**TASK DESCRIPTION**
Would you write out every entry exactly, but without the pictures?

**DATA UNDER STUDY**
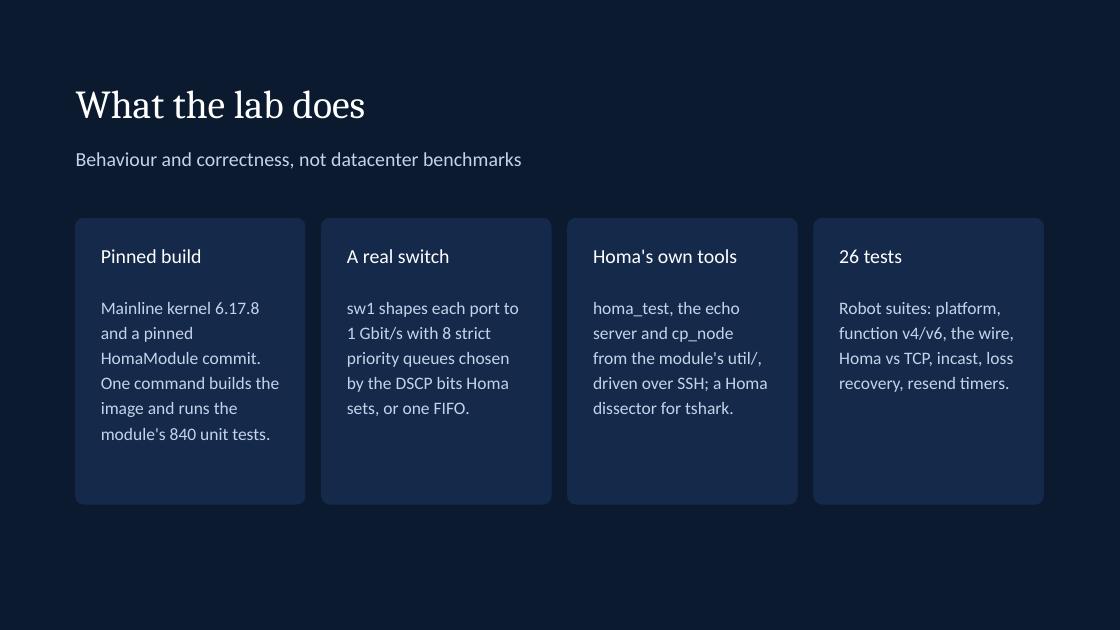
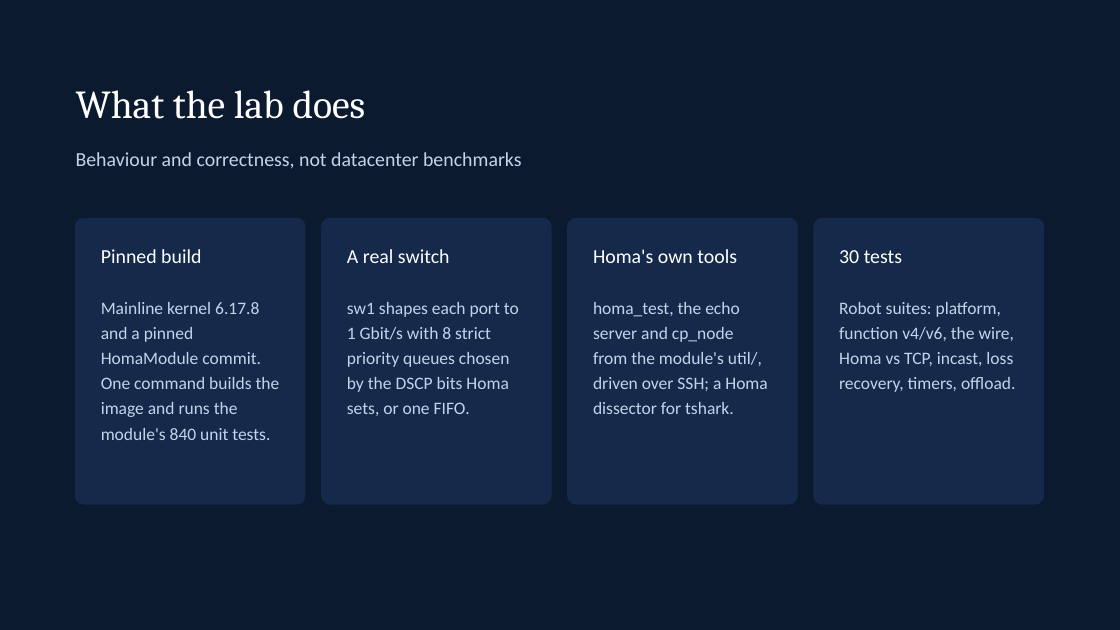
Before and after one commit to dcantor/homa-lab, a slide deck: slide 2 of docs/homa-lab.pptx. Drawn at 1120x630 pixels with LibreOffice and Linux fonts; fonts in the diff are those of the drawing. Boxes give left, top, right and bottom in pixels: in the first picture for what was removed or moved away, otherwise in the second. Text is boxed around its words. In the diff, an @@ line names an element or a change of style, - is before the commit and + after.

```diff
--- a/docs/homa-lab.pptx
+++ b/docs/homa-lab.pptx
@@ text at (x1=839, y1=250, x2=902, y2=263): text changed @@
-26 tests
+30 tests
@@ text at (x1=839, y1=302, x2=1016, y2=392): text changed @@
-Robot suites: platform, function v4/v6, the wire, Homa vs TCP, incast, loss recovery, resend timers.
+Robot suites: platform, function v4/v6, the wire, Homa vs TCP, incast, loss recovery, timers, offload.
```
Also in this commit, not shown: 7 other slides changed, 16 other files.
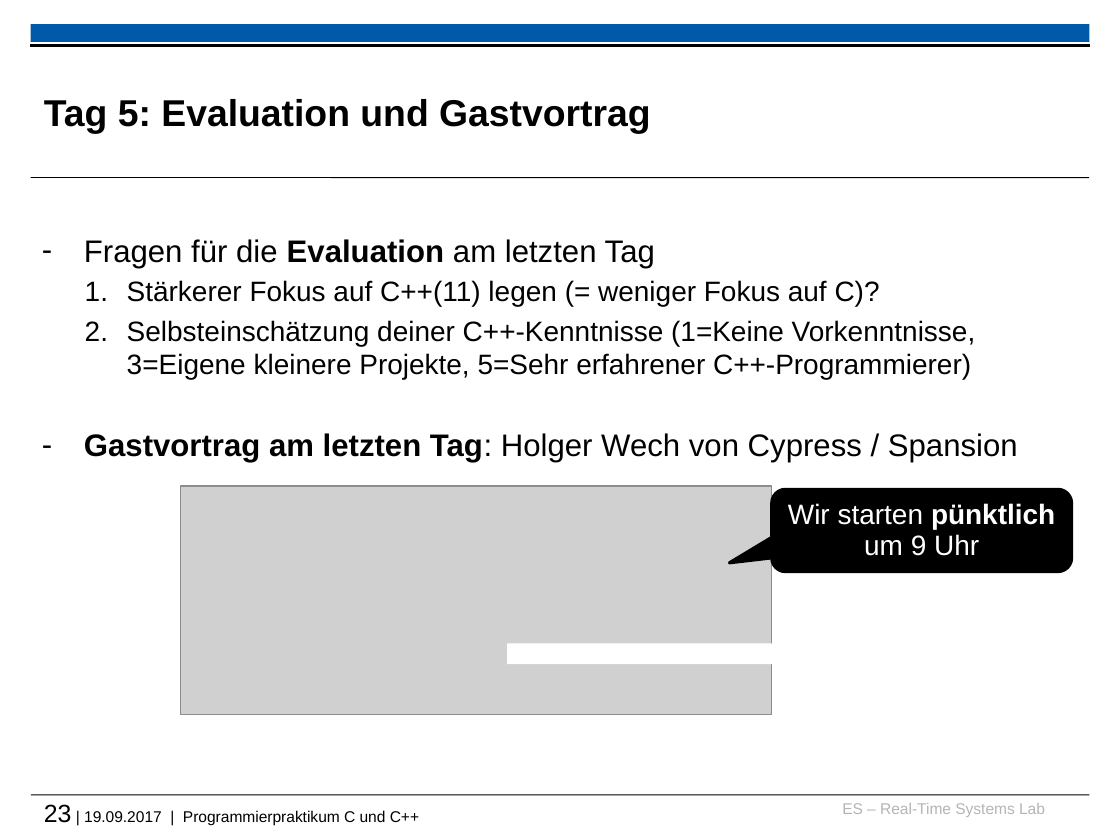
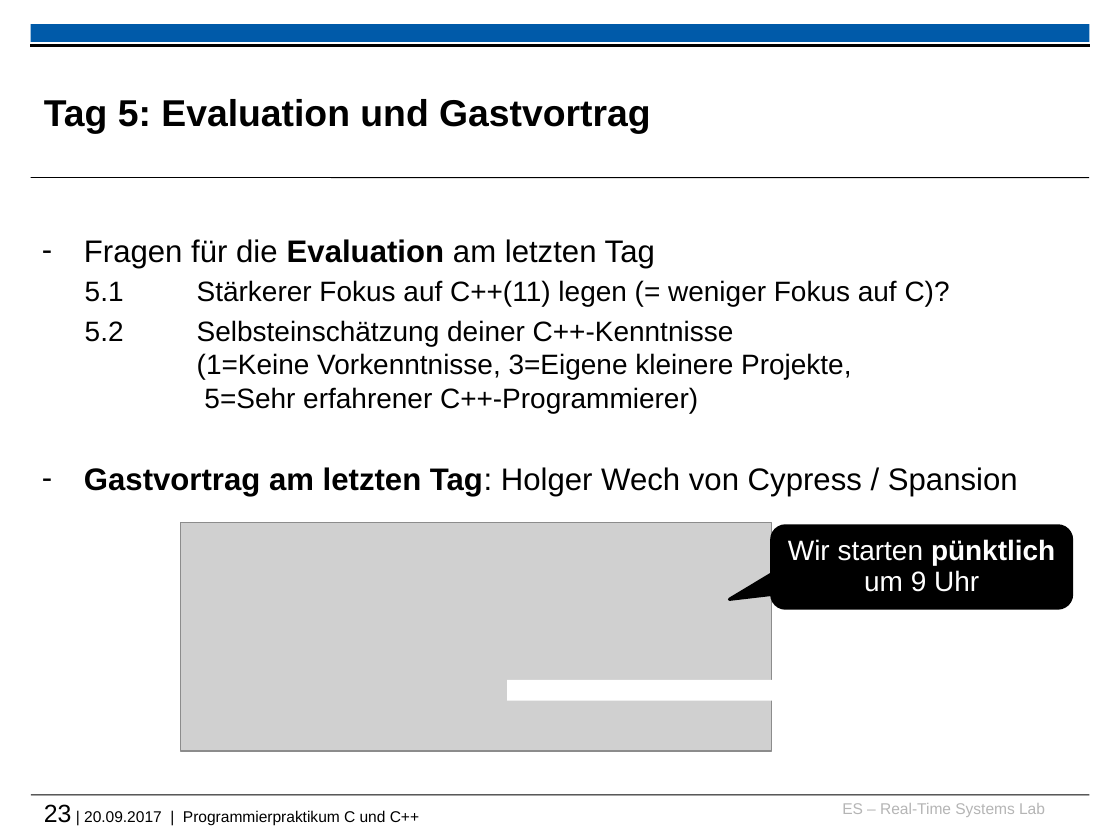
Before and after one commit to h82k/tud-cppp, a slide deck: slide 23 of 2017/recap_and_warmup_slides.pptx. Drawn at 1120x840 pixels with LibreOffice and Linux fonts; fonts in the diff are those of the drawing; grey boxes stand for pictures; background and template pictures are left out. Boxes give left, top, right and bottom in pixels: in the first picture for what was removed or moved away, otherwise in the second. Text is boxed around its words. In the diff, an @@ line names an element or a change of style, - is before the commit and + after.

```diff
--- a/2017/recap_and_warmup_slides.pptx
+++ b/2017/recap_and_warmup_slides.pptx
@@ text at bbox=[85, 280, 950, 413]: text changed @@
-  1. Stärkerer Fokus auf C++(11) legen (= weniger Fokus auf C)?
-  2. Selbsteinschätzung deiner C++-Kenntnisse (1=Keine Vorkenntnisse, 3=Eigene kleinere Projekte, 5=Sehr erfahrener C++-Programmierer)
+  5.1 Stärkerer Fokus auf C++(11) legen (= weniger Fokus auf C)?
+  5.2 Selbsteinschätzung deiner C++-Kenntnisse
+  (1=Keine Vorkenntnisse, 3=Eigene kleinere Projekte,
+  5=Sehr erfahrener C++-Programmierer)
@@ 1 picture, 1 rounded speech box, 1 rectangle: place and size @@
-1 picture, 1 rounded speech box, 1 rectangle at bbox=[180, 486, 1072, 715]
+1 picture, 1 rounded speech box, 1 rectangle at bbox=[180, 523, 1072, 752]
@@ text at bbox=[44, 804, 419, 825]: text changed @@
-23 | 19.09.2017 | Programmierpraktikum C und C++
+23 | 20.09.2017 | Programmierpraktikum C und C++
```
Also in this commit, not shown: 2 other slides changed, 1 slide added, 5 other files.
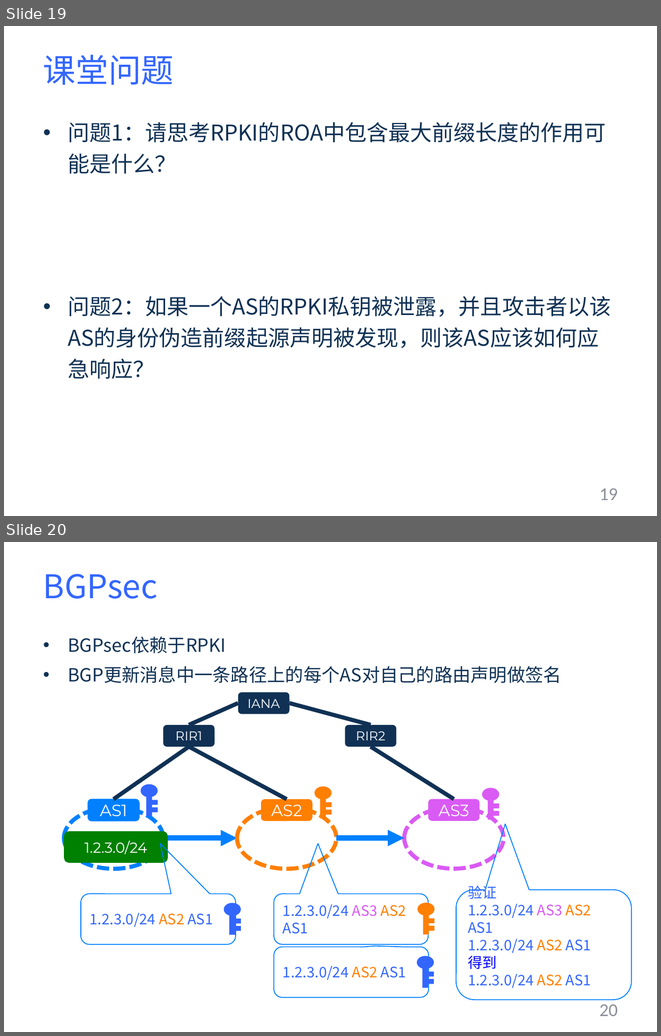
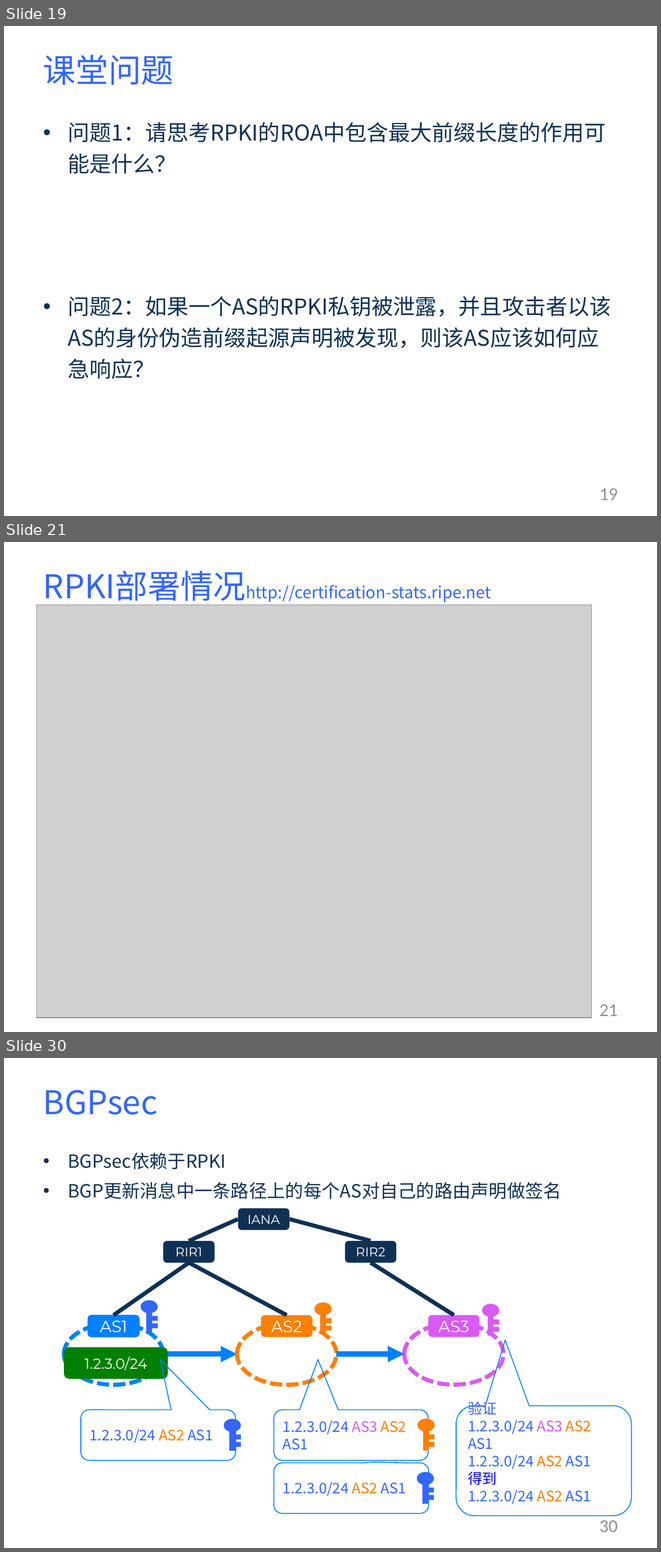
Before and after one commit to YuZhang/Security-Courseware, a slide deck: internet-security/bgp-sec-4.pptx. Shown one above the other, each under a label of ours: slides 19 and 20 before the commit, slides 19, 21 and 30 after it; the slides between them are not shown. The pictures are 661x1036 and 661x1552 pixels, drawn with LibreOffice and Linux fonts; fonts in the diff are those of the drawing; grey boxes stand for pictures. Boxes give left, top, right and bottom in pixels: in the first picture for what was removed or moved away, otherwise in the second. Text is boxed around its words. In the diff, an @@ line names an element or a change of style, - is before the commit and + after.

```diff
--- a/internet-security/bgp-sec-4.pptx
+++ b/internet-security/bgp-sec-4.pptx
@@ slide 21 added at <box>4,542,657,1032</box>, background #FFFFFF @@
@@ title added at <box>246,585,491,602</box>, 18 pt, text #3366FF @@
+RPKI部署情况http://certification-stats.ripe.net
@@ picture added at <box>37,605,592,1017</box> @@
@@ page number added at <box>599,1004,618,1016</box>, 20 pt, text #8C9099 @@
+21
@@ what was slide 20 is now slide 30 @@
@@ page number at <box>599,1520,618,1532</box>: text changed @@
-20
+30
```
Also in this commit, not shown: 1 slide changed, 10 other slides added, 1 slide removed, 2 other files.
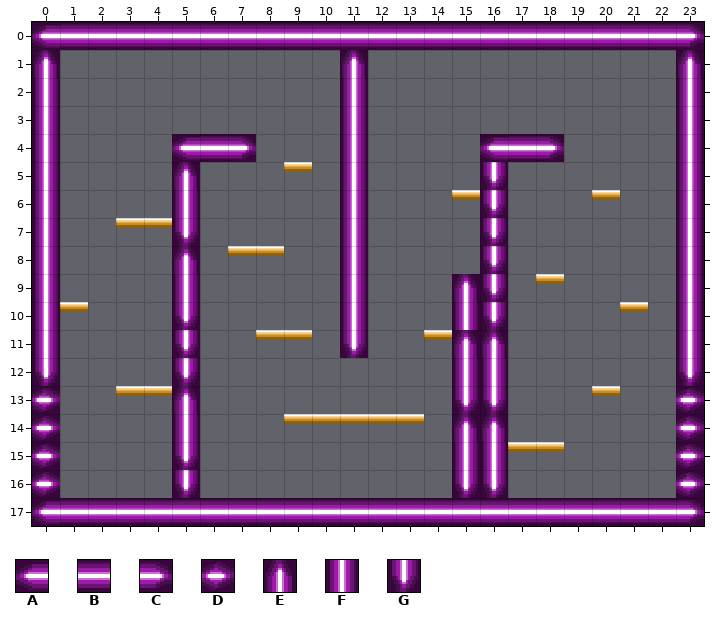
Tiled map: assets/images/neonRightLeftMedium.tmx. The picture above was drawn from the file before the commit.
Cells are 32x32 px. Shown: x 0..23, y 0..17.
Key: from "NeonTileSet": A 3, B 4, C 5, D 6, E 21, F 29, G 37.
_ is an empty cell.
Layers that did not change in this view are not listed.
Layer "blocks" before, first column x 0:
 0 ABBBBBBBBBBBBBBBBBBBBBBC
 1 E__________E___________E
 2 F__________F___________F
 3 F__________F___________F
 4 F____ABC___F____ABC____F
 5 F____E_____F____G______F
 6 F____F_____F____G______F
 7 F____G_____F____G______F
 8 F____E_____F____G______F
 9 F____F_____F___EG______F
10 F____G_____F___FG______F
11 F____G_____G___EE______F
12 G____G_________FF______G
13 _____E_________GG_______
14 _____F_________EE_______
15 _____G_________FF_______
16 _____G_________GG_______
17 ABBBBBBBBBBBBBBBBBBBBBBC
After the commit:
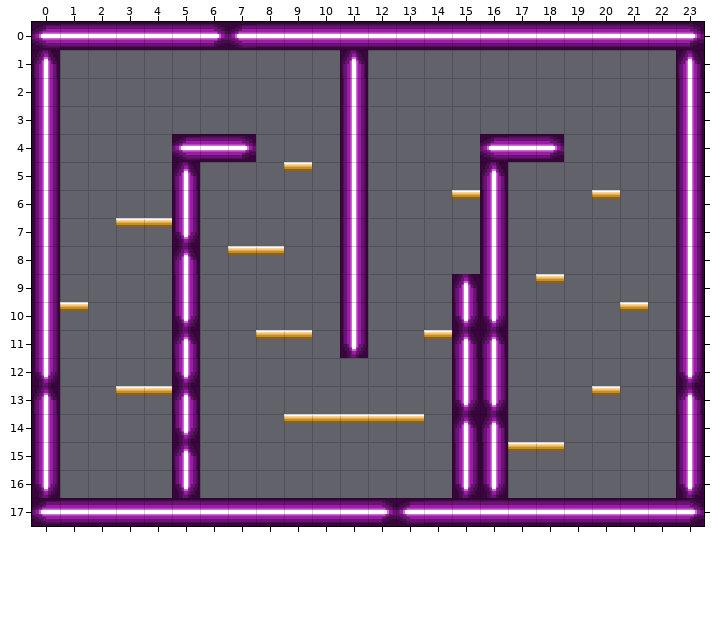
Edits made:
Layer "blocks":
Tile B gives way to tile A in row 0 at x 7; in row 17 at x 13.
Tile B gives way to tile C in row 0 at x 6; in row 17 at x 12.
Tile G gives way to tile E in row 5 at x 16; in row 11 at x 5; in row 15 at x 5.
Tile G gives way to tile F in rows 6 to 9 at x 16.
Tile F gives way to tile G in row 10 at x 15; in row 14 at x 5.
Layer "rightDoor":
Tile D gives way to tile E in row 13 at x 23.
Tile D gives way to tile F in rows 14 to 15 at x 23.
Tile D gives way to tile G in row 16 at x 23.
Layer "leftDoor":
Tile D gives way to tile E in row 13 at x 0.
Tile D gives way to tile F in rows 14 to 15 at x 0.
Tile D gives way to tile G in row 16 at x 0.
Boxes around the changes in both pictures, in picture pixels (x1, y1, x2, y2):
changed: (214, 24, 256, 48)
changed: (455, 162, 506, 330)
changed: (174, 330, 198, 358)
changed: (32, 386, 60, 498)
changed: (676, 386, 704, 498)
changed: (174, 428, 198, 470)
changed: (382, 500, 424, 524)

**TASK ANSWER**
Before and after one commit to dcantor/homa-lab, a slide deck: slide 2 of docs/homa-lab.pptx. Drawn at 1120x630 pixels with LibreOffice and Linux fonts; fonts in the diff are those of the drawing. Boxes give left, top, right and bottom in pixels: in the first picture for what was removed or moved away, otherwise in the second. Text is boxed around its words. In the diff, an @@ line names an element or a change of style, - is before the commit and + after.

```diff
--- a/docs/homa-lab.pptx
+++ b/docs/homa-lab.pptx
@@ text at (x1=839, y1=250, x2=902, y2=263): text changed @@
-26 tests
+30 tests
@@ text at (x1=839, y1=302, x2=1016, y2=392): text changed @@
-Robot suites: platform, function v4/v6, the wire, Homa vs TCP, incast, loss recovery, resend timers.
+Robot suites: platform, function v4/v6, the wire, Homa vs TCP, incast, loss recovery, timers, offload.
```
Also in this commit, not shown: 7 other slides changed, 16 other files.
Before and after one commit to h82k/tud-cppp, a slide deck: slide 23 of 2017/recap_and_warmup_slides.pptx. Drawn at 1120x840 pixels with LibreOffice and Linux fonts; fonts in the diff are those of the drawing; grey boxes stand for pictures; background and template pictures are left out. Boxes give left, top, right and bottom in pixels: in the first picture for what was removed or moved away, otherwise in the second. Text is boxed around its words. In the diff, an @@ line names an element or a change of style, - is before the commit and + after.

```diff
--- a/2017/recap_and_warmup_slides.pptx
+++ b/2017/recap_and_warmup_slides.pptx
@@ text at bbox=[85, 280, 950, 413]: text changed @@
-  1. Stärkerer Fokus auf C++(11) legen (= weniger Fokus auf C)?
-  2. Selbsteinschätzung deiner C++-Kenntnisse (1=Keine Vorkenntnisse, 3=Eigene kleinere Projekte, 5=Sehr erfahrener C++-Programmierer)
+  5.1 Stärkerer Fokus auf C++(11) legen (= weniger Fokus auf C)?
+  5.2 Selbsteinschätzung deiner C++-Kenntnisse
+  (1=Keine Vorkenntnisse, 3=Eigene kleinere Projekte,
+  5=Sehr erfahrener C++-Programmierer)
@@ 1 picture, 1 rounded speech box, 1 rectangle: place and size @@
-1 picture, 1 rounded speech box, 1 rectangle at bbox=[180, 486, 1072, 715]
+1 picture, 1 rounded speech box, 1 rectangle at bbox=[180, 523, 1072, 752]
@@ text at bbox=[44, 804, 419, 825]: text changed @@
-23 | 19.09.2017 | Programmierpraktikum C und C++
+23 | 20.09.2017 | Programmierpraktikum C und C++
```
Also in this commit, not shown: 2 other slides changed, 1 slide added, 5 other files.
Before and after one commit to YuZhang/Security-Courseware, a slide deck: internet-security/bgp-sec-4.pptx. Shown one above the other, each under a label of ours: slides 19 and 20 before the commit, slides 19, 21 and 30 after it; the slides between them are not shown. The pictures are 661x1036 and 661x1552 pixels, drawn with LibreOffice and Linux fonts; fonts in the diff are those of the drawing; grey boxes stand for pictures. Boxes give left, top, right and bottom in pixels: in the first picture for what was removed or moved away, otherwise in the second. Text is boxed around its words. In the diff, an @@ line names an element or a change of style, - is before the commit and + after.

```diff
--- a/internet-security/bgp-sec-4.pptx
+++ b/internet-security/bgp-sec-4.pptx
@@ slide 21 added at <box>4,542,657,1032</box>, background #FFFFFF @@
@@ title added at <box>246,585,491,602</box>, 18 pt, text #3366FF @@
+RPKI部署情况http://certification-stats.ripe.net
@@ picture added at <box>37,605,592,1017</box> @@
@@ page number added at <box>599,1004,618,1016</box>, 20 pt, text #8C9099 @@
+21
@@ what was slide 20 is now slide 30 @@
@@ page number at <box>599,1520,618,1532</box>: text changed @@
-20
+30
```
Also in this commit, not shown: 1 slide changed, 10 other slides added, 1 slide removed, 2 other files.
Tiled map: assets/images/neonRightLeftMedium.tmx. The picture above was drawn from the file before the commit.
Cells are 32x32 px. Shown: x 0..23, y 0..17.
Key: from "NeonTileSet": A 3, B 4, C 5, D 6, E 21, F 29, G 37.
_ is an empty cell.
Layers that did not change in this view are not listed.
Layer "blocks" before, first column x 0:
 0 ABBBBBBBBBBBBBBBBBBBBBBC
 1 E__________E___________E
 2 F__________F___________F
 3 F__________F___________F
 4 F____ABC___F____ABC____F
 5 F____E_____F____G______F
 6 F____F_____F____G______F
 7 F____G_____F____G______F
 8 F____E_____F____G______F
 9 F____F_____F___EG______F
10 F____G_____F___FG______F
11 F____G_____G___EE______F
12 G____G_________FF______G
13 _____E_________GG_______
14 _____F_________EE_______
15 _____G_________FF_______
16 _____G_________GG_______
17 ABBBBBBBBBBBBBBBBBBBBBBC
After the commit:
Edits made:
Layer "blocks":
Tile B gives way to tile A in row 0 at x 7; in row 17 at x 13.
Tile B gives way to tile C in row 0 at x 6; in row 17 at x 12.
Tile G gives way to tile E in row 5 at x 16; in row 11 at x 5; in row 15 at x 5.
Tile G gives way to tile F in rows 6 to 9 at x 16.
Tile F gives way to tile G in row 10 at x 15; in row 14 at x 5.
Layer "rightDoor":
Tile D gives way to tile E in row 13 at x 23.
Tile D gives way to tile F in rows 14 to 15 at x 23.
Tile D gives way to tile G in row 16 at x 23.
Layer "leftDoor":
Tile D gives way to tile E in row 13 at x 0.
Tile D gives way to tile F in rows 14 to 15 at x 0.
Tile D gives way to tile G in row 16 at x 0.
Boxes around the changes in both pictures, in picture pixels (x1, y1, x2, y2):
changed: (214, 24, 256, 48)
changed: (455, 162, 506, 330)
changed: (174, 330, 198, 358)
changed: (32, 386, 60, 498)
changed: (676, 386, 704, 498)
changed: (174, 428, 198, 470)
changed: (382, 500, 424, 524)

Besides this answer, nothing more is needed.